Apple'ın birçok cihazında USB-C'ye geçme çalışmaları çok konuşuldu. Şirket de kendi savunmasında pek çok şey söyledi ancak bundan kimse bahsetmedi. Apple, USB-C'ye geçtiğinde gerçekten ne kaybedecek?

Apple, USB-C’ye Geçtiğinde Ne Kaybedecek?
0

Evet, uzun süredir sizlere, kendi fikirlerimi aktardığım yazılar sunamıyorum. Öncelikle kusuruma bakmayın, gerçekten inanılmaz derecede yoğunum bu aralar.

Ama her ne olursa olsun, yazacak, konuşacak vakit her zaman vardır. Evet, bugünkü konumuz da Apple’ın, USB-C’ye geçişi.

Apple’ın iPhone’larında USB-C’ye geçme çalışmalarını başlattığını geçtiğimiz hafta haber yapmıştık. Şirketin USB-C’ye geçme konusunda daha önceki tutumu sertti ve Avrupa Birliği’nin USB-C standardını zorunlu kılması, Apple’ın tepkisini çekmişti. Apple, bunun yeni fikirlerin önünü kapatacağını savunuyordu. Ancak tam bu esnada aklımıza bir soru geliyor: USB-C’ye geçiş, hangi fikirlerin önünü kapatabilir?

Apple, iPhone 5 modeline kadar telefonlarında farklı bağlantı girişleri kullandı, tabii sadece iPhone’larda değil, iPad’lerde de ilk nesillerde farklı bağlantı portlarıyla karşılaşmıştık. Ancak 2012 yılında duyurusu yapılan iPhone 5 ile birlikte Apple, Lightning adını verdiği yeni nesil bağlantı noktasına geçiş yaptı. Lightning’in getirdiği en güzel şey, 2 yönlü bağlanılabilirlikti, yani onu telefona bağlarken doğru mu takıyorum? Sorusunu sormuyordunuz. Apple, 10 yıldır Lightning portunu kullanmaya devam ediyor ve bu girişi bugüne kadar iPad, iPhone, AirPods gibi şirketin onlarca ürününde gördük.

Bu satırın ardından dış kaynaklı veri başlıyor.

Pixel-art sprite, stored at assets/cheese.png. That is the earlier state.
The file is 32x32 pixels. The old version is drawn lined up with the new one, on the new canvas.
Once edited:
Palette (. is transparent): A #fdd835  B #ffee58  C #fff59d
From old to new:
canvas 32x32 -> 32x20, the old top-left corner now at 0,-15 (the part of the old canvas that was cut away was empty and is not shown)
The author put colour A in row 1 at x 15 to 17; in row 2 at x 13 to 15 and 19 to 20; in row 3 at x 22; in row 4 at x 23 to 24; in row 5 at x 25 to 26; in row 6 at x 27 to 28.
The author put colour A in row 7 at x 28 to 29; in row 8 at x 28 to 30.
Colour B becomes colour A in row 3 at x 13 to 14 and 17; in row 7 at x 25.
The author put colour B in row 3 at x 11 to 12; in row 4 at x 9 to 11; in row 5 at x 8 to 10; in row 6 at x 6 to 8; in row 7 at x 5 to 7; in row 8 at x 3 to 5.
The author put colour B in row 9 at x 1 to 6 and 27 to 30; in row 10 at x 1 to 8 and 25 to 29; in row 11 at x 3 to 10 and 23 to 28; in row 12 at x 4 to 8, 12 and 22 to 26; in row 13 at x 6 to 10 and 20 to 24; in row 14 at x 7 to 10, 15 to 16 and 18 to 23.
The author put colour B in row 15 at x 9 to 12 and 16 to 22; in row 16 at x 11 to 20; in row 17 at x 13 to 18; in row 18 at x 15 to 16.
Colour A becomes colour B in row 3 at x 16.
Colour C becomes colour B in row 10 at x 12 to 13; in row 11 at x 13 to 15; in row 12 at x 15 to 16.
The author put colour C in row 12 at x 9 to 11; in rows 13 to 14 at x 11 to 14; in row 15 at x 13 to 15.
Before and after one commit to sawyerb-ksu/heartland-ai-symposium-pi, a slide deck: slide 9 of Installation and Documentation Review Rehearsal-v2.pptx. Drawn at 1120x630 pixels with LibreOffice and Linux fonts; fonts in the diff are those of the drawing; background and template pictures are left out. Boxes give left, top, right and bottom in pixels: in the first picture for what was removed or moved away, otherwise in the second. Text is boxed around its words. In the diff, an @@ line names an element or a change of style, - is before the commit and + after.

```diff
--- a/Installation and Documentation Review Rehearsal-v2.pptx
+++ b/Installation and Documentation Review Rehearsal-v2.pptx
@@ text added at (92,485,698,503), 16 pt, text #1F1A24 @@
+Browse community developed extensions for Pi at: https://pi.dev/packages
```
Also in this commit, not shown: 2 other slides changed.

Ancak Cupertinolu dev, geçtiğimiz yıldan itibaren bir şeyleri değiştirmeye başladı. Şirket beşinci nesil iPad Pro’da, kendi bağlantı noktası yerine ilk defa USB-C’yi kullandı. O dönem, “acaba Apple USB-C’ye mi geçiyor?” tarzı sorular sorulsa da, Apple bu sorulara olumlu veya olumsuz hiçbir cevap vermiyor.

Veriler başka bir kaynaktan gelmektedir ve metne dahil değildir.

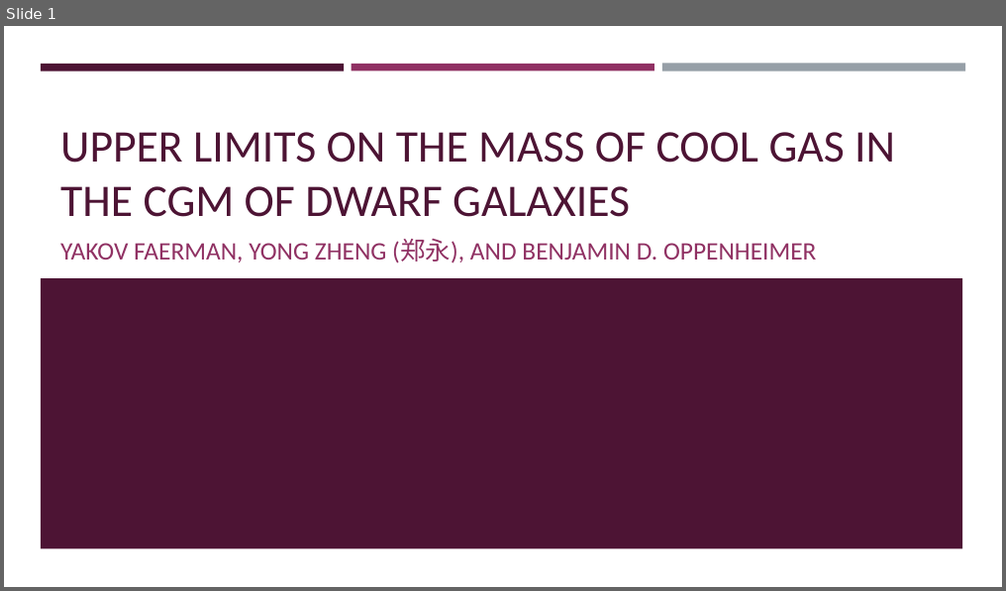
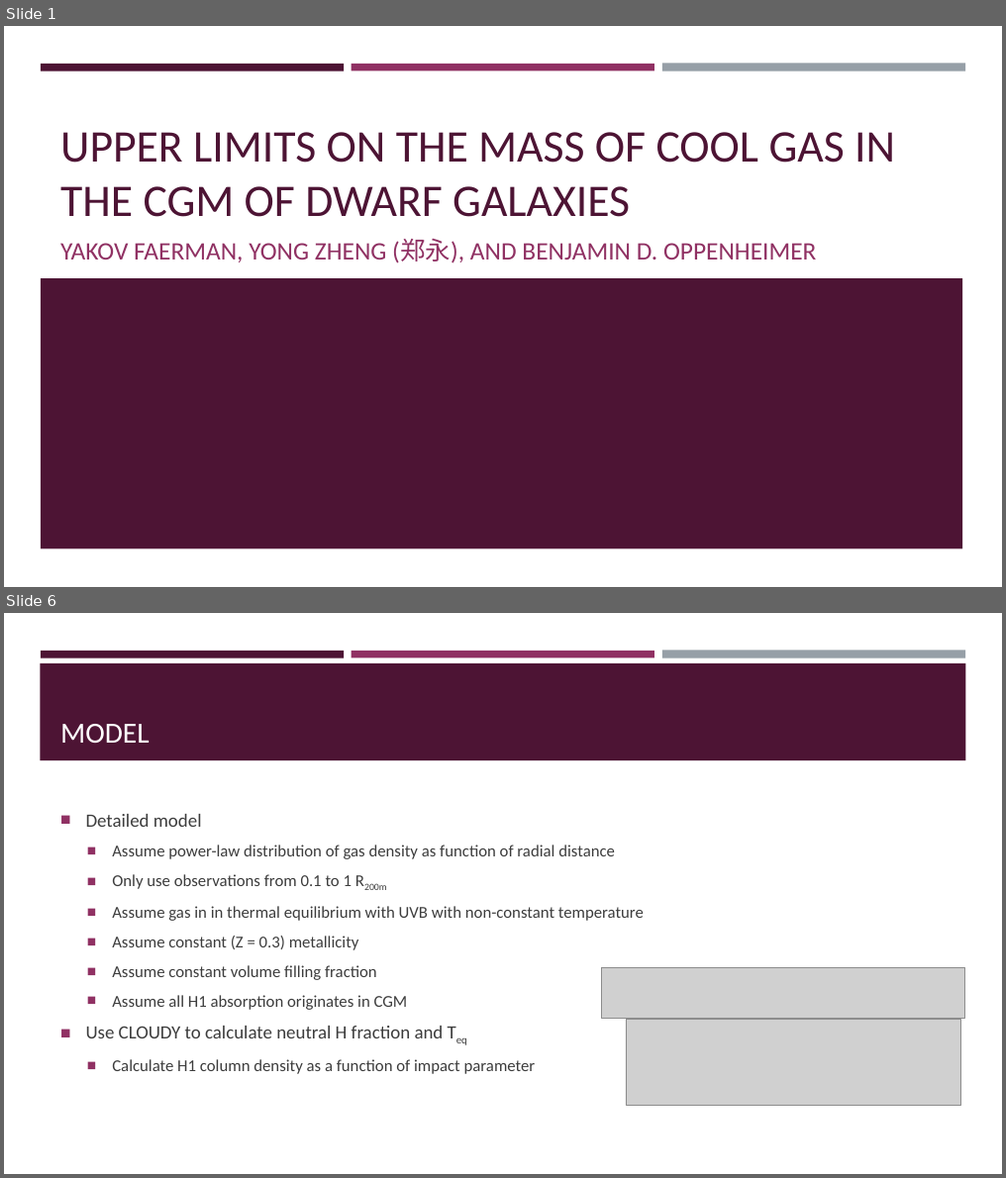
Before and after one commit to brockparker/Research, a slide deck: CGM/CGM_Group_20250204.pptx. Shown one above the other, each under a label of ours: slide 1 before the commit, slides 1 and 6 after it; the slides between them are not shown. The pictures are 1006x591 and 1006x1178 pixels, drawn with LibreOffice and Linux fonts; fonts in the diff are those of the drawing; grey boxes stand for pictures. Boxes give left, top, right and bottom in pixels: in the first picture for what was removed or moved away, otherwise in the second. Text is boxed around its words. In the diff, an @@ line names an element or a change of style, - is before the commit and + after.

```diff
--- a/CGM/CGM_Group_20250204.pptx
+++ b/CGM/CGM_Group_20250204.pptx
@@ slide 6 added at <box>4,613,1002,1174</box>, background #FFFFFF; not listed: 3 template elements that a slide beside it also shows @@
@@ rectangle added at <box>41,663,966,761</box>, fill #4D1434 @@
@@ title added at <box>60,724,149,743</box>, 23.1 pt, text #FFFFFF @@
+MODEL
@@ text added at <box>86,814,644,1074</box>, 13.2 pt, text #3D3D3D @@
+■ Detailed model
+  ■ Assume power-law distribution of gas density as function of radial distance
+  ■ Only use observations from 0.1 to 1 R200m
+  ■ Assume gas in in thermal equilibrium with UVB with non-constant temperature
+  ■ Assume constant (Z = 0.3) metallicity
+  ■ Assume constant volume filling fraction
+  ■ Assume all H1 absorption originates in CGM
+■ Use CLOUDY to calculate neutral H fraction and Teq
+  ■ Calculate H1 column density as a function of impact parameter
@@ picture added at <box>602,968,965,1019</box> @@
@@ picture added at <box>626,1020,962,1106</box> @@
```
Also in this commit, not shown: 14 other slides added, 9 slides removed, 1 other file.

MacBook’larda da USB-C konusu tartışmalıydı ancak Apple, orada Maxafe’a geri döndü.

şimdi ise Bloomverg analisti Mark Gurman, yine ünlü bir Apple analisti Min-ch Kuo, Apple’ın iPhone 15 modelleriyle birlikte USB-C’ye geçmek için çalışmalara başladığını iddia ediyorlar. Bu kaynaklar oldukça güvenilir ve bugüne kadar, bizi hiçbir şekilde yanıltmadılar.

Ne demiştik, Apple, USB-C’nin zorunlu olmasını yeniliklere engel olarak görüyor. Peki Apple’ın, Lightning portu üzerinden aksesuar üreticilerinden para kazandığını biliyor muydunuz?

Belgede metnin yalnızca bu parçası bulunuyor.